▶ [PROBLEM TO WORK ON]:
Begin with the line that holds "lower = upper.rotate(AXIS_START, AXIS_END, 180)" and repeat each line after it exactly, ending with the last line of the listing.

★ ★ ★ ★

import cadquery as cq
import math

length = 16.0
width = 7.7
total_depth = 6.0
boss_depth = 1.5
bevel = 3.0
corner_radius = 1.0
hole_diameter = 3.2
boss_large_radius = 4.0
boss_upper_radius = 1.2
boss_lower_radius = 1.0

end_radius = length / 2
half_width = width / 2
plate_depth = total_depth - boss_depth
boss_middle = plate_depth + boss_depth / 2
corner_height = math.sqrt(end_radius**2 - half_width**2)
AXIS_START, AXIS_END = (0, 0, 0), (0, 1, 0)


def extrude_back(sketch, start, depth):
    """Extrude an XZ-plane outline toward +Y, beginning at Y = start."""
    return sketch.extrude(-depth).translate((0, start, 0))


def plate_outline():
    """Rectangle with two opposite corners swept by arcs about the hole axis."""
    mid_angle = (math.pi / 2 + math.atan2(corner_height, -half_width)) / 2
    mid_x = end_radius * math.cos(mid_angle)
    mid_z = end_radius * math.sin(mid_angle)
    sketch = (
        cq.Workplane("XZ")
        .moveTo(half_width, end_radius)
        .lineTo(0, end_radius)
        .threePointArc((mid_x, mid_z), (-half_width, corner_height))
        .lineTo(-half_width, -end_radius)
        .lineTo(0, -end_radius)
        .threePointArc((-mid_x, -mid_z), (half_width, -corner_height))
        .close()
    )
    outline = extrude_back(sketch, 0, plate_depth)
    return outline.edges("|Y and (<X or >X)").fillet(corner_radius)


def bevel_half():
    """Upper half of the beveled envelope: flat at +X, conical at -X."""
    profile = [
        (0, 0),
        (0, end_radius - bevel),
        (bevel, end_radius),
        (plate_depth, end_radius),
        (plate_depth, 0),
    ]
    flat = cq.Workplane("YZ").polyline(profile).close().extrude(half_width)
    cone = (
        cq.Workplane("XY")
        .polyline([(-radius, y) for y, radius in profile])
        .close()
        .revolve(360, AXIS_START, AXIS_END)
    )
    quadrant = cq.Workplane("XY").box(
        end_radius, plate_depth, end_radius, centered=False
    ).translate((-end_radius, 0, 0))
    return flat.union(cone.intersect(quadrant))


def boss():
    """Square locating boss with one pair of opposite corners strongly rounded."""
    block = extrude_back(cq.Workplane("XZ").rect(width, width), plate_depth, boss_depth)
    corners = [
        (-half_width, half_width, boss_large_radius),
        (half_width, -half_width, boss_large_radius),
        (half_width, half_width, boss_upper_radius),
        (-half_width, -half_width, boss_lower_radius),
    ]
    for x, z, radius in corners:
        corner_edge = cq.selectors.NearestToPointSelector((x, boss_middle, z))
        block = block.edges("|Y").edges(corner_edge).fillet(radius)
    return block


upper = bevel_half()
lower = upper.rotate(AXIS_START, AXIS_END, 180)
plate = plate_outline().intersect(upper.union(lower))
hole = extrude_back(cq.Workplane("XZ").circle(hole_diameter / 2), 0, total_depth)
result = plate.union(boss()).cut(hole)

★ ★ ★ ★

▶ [SOLUTION FOR THIS PROBLEM]:
lower = upper.rotate(AXIS_START, AXIS_END, 180)
plate = plate_outline().intersect(upper.union(lower))
hole = extrude_back(cq.Workplane("XZ").circle(hole_diameter / 2), 0, total_depth)
result = plate.union(boss()).cut(hole)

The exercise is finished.